(EXTRACTED RECORDS)

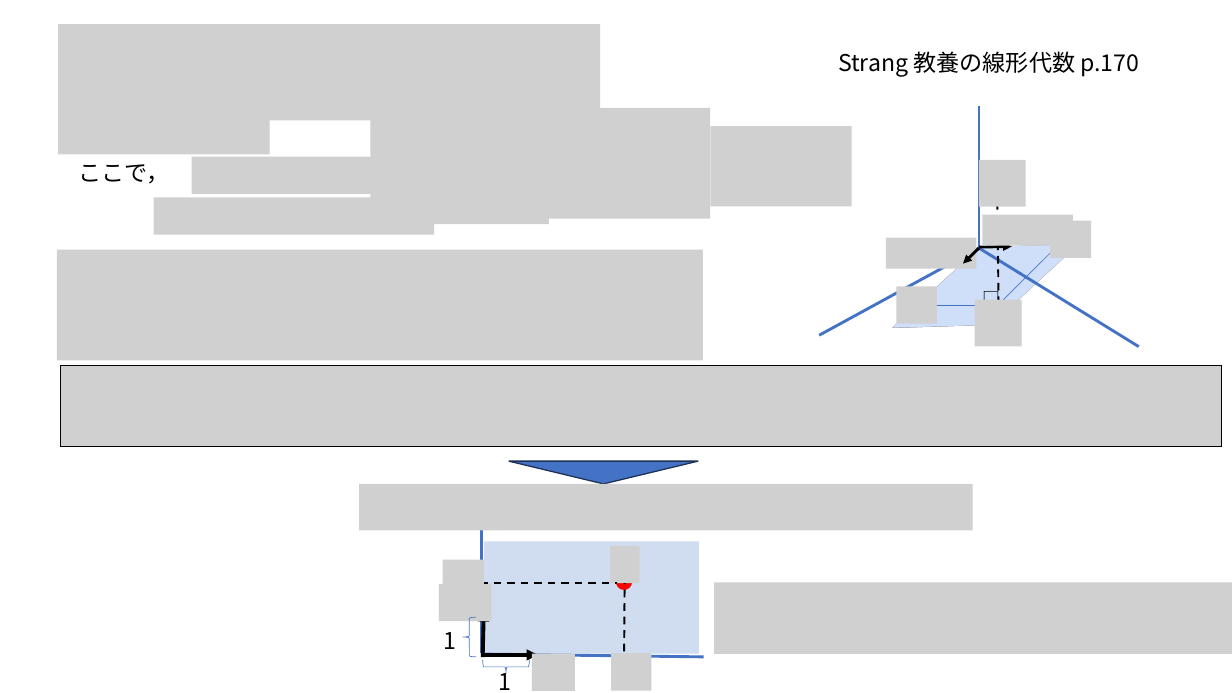
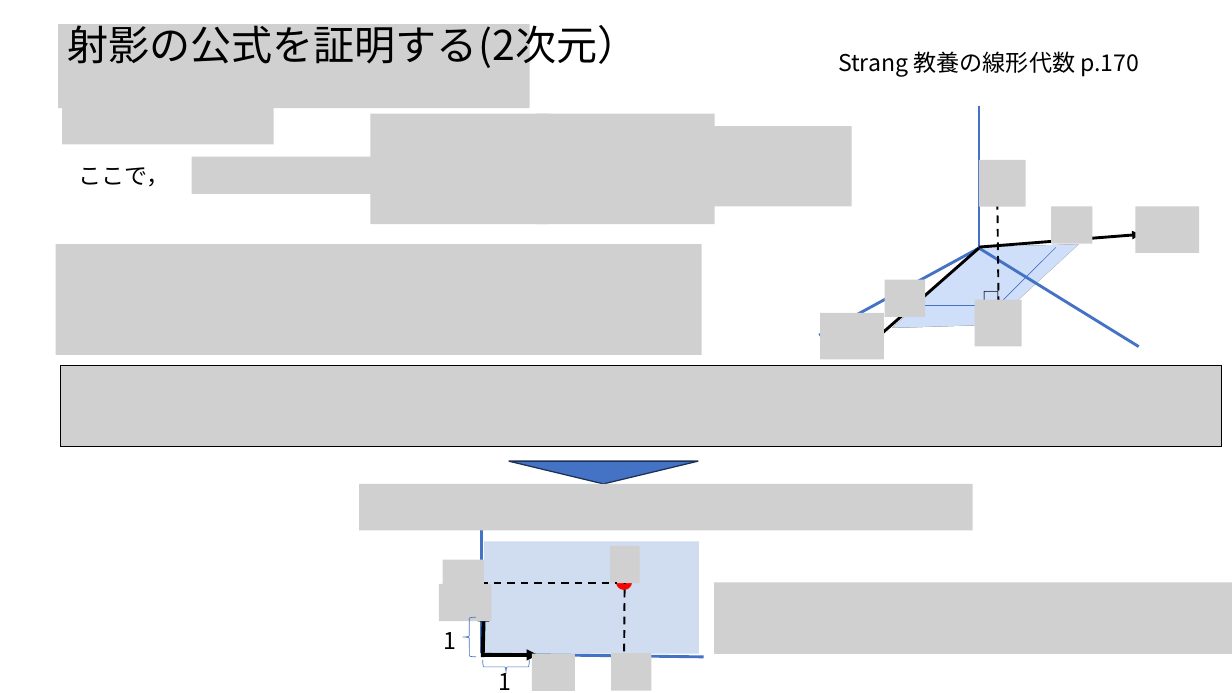
Before and after one commit to ueharaLab/NLP_7-PCA, a slide deck: slide 22 of NLP_6 PCA(math theory).pptx (slide 20 before the commit). Drawn at 1232x693 pixels with LibreOffice and Linux fonts; fonts in the diff are those of the drawing; grey boxes stand for pictures. Boxes give left, top, right and bottom in pixels: in the first picture for what was removed or moved away, otherwise in the second. Text is boxed around its words. In the diff, an @@ line names an element or a change of style, - is before the commit and + after.

```diff
--- a/NLP_6 PCA(math theory).pptx
+++ b/NLP_6 PCA(math theory).pptx
@@ picture: place and size @@
-picture at (58, 24, 601, 120)
+picture at (58, 24, 530, 108)
@@ text added at (67, 18, 638, 71), 32 pt, text #000000 @@
+射影の公式を証明する(2次元）
@@ picture: place and size @@
-picture at (58, 108, 270, 154)
+picture at (62, 98, 274, 144)
@@ picture: place and size @@
-picture at (532, 108, 711, 219)
+picture at (537, 114, 715, 225)
@@ picture removed at (153, 198, 434, 235) @@
@@ picture: place and size @@
-picture at (1050, 221, 1092, 258)
+picture at (1052, 206, 1093, 243)
@@ picture added at (1136, 206, 1200, 252) @@
@@ picture removed at (886, 238, 977, 269) @@
@@ arrow moved from (980, 247) - (1012, 247) to (980, 247) - (1141, 235) @@
@@ picture removed at (982, 214, 1073, 246) @@
@@ picture: place and size @@
-picture at (56, 250, 702, 360)
+picture at (55, 244, 701, 355)
@@ arrow moved from (980, 248) - (963, 263) to (980, 248) - (867, 347) @@
@@ picture: place and size @@
-picture at (897, 287, 937, 323)
+picture at (884, 280, 925, 317)
@@ picture added at (821, 313, 884, 360) @@
```
Also in this commit, not shown: 11 other slides changed, 3 slides added, 1 slide removed, 10 other files.

(End EXTRACTED RECORDS)

## [TASK]
The entries above need an exact copy without their pictures.

## [WRITTEN ANSWER]
Before and after one commit to ueharaLab/NLP_7-PCA, a slide deck: slide 22 of NLP_6 PCA(math theory).pptx (slide 20 before the commit). Drawn at 1232x693 pixels with LibreOffice and Linux fonts; fonts in the diff are those of the drawing; grey boxes stand for pictures. Boxes give left, top, right and bottom in pixels: in the first picture for what was removed or moved away, otherwise in the second. Text is boxed around its words. In the diff, an @@ line names an element or a change of style, - is before the commit and + after.

```diff
--- a/NLP_6 PCA(math theory).pptx
+++ b/NLP_6 PCA(math theory).pptx
@@ picture: place and size @@
-picture at (58, 24, 601, 120)
+picture at (58, 24, 530, 108)
@@ text added at (67, 18, 638, 71), 32 pt, text #000000 @@
+射影の公式を証明する(2次元）
@@ picture: place and size @@
-picture at (58, 108, 270, 154)
+picture at (62, 98, 274, 144)
@@ picture: place and size @@
-picture at (532, 108, 711, 219)
+picture at (537, 114, 715, 225)
@@ picture removed at (153, 198, 434, 235) @@
@@ picture: place and size @@
-picture at (1050, 221, 1092, 258)
+picture at (1052, 206, 1093, 243)
@@ picture added at (1136, 206, 1200, 252) @@
@@ picture removed at (886, 238, 977, 269) @@
@@ arrow moved from (980, 247) - (1012, 247) to (980, 247) - (1141, 235) @@
@@ picture removed at (982, 214, 1073, 246) @@
@@ picture: place and size @@
-picture at (56, 250, 702, 360)
+picture at (55, 244, 701, 355)
@@ arrow moved from (980, 248) - (963, 263) to (980, 248) - (867, 347) @@
@@ picture: place and size @@
-picture at (897, 287, 937, 323)
+picture at (884, 280, 925, 317)
@@ picture added at (821, 313, 884, 360) @@
```
Also in this commit, not shown: 11 other slides changed, 3 slides added, 1 slide removed, 10 other files.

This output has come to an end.